Eligibility criteria

• Inclusion Criteria:
• • Age between 21 and 65.
• • Meet current (i.e., past 12-month at Day -7/-6) DSM-5 diagnostic criteria for moderate or severe AUD as determined by the MINI.
• • Currently experiencing PTSD symptoms at screening (Day -7/-6) as indicated by PCL-5 cut-score \> 30.
• • Intrinsic motivation to reduce or quit drinking (defined as self-reported intention at screening to reduce or quit drinking within the next 6 months) and to receive PTSD treatment.

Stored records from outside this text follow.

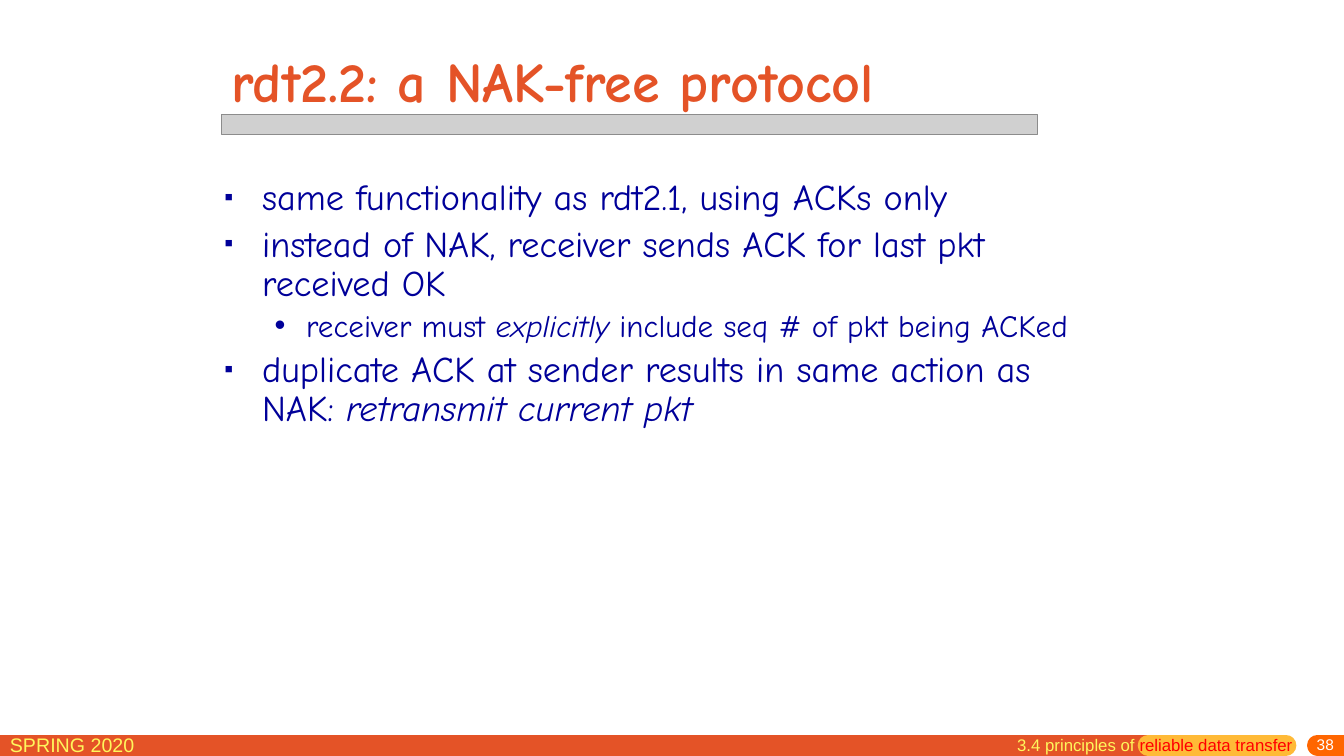
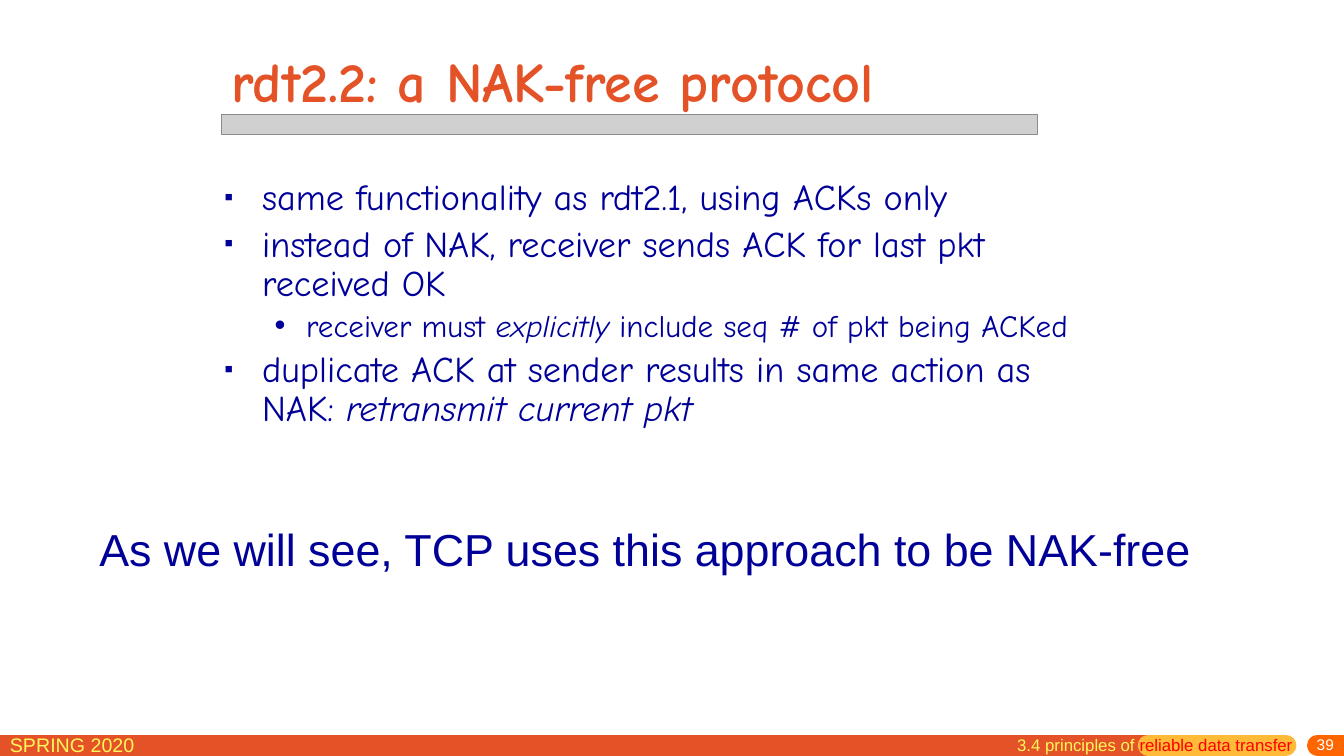
Before and after one commit to network-distributed/presentations, a slide deck: slide 39 of chapter3.pptx (slide 38 before the commit). Drawn at 1344x756 pixels with LibreOffice and Linux fonts; fonts in the diff are those of the drawing; grey boxes stand for pictures. Boxes give left, top, right and bottom in pixels: in the first picture for what was removed or moved away, otherwise in the second. Text is boxed around its words. In the diff, an @@ line names an element or a change of style, - is before the commit and + after.

```diff
--- a/chapter3.pptx
+++ b/chapter3.pptx
@@ text added at box(99, 533, 1190, 575), 32 pt, text #000099 @@
+As we will see, TCP uses this approach to be NAK-free
@@ page number at box(1317, 739, 1334, 750): text changed @@
-38
+39
```
Also in this commit, not shown: 41 other slides changed, 3 slides added, 5 other files.

• • Must have an ISI score equal to or \> 7 (subthreshold insomnia). ISI score below 7 at screening will not be included or proceed beyond the screening day.
• • Agree to abstain from all other sleep medications (starting at Day -7).
• • Have a place to live in the 2 weeks prior to randomization (Day 0) and not be at risk that s/he will lose his/her housing in the next month.
• Exclusion Criteria:
• • A current (past 12-month at Day -7/-6) DSM-5 diagnosis via the MINI of substance use disorder for any substances other than alcohol, nicotine, or marijuana (\< moderate level on DSM 5).
• • A lifetime DSM-5 diagnosis via the MINI of schizophrenia, bipolar disorder, or psychotic disorder.
• • Positive urine test for any recreational drugs other than marijuana at screening (Day -7/-6).
• • Current clinically significant alcohol withdrawal (i.e., score ≥ 10 on the CIWA-Ar).
• • Currently pregnant, nursing, or no reliable method of birth control (females only).
• • Any clinically significant medical condition that would preclude safe participation in the study (e.g. narcolepsy, seizure disorder, or other clinically significant cardiovascular, hematologic, hepatic, renal, neurological, or endocrine disorders).
• • Use of suvorexant (within 30 days of Day -7).
• • Currently on prescription medication that contraindicates use of suvorexant (including moderate or strong Cytochrome P450 3A modulators (CYP3A inhibitors and inducers))
• • Hepatic insufficiency (AST/ALT \> 5x upper limit of normal (ULN)).
• • Suicidal Ideation determined by greater than moderate Columbia Suicide Severity Rating Scale.
• • Inability to provide evidence of 48-hour alcohol abstinence (self-report, BrAC, EtG) at Day 0 AND failure after second attempt at 48-hour abstinence.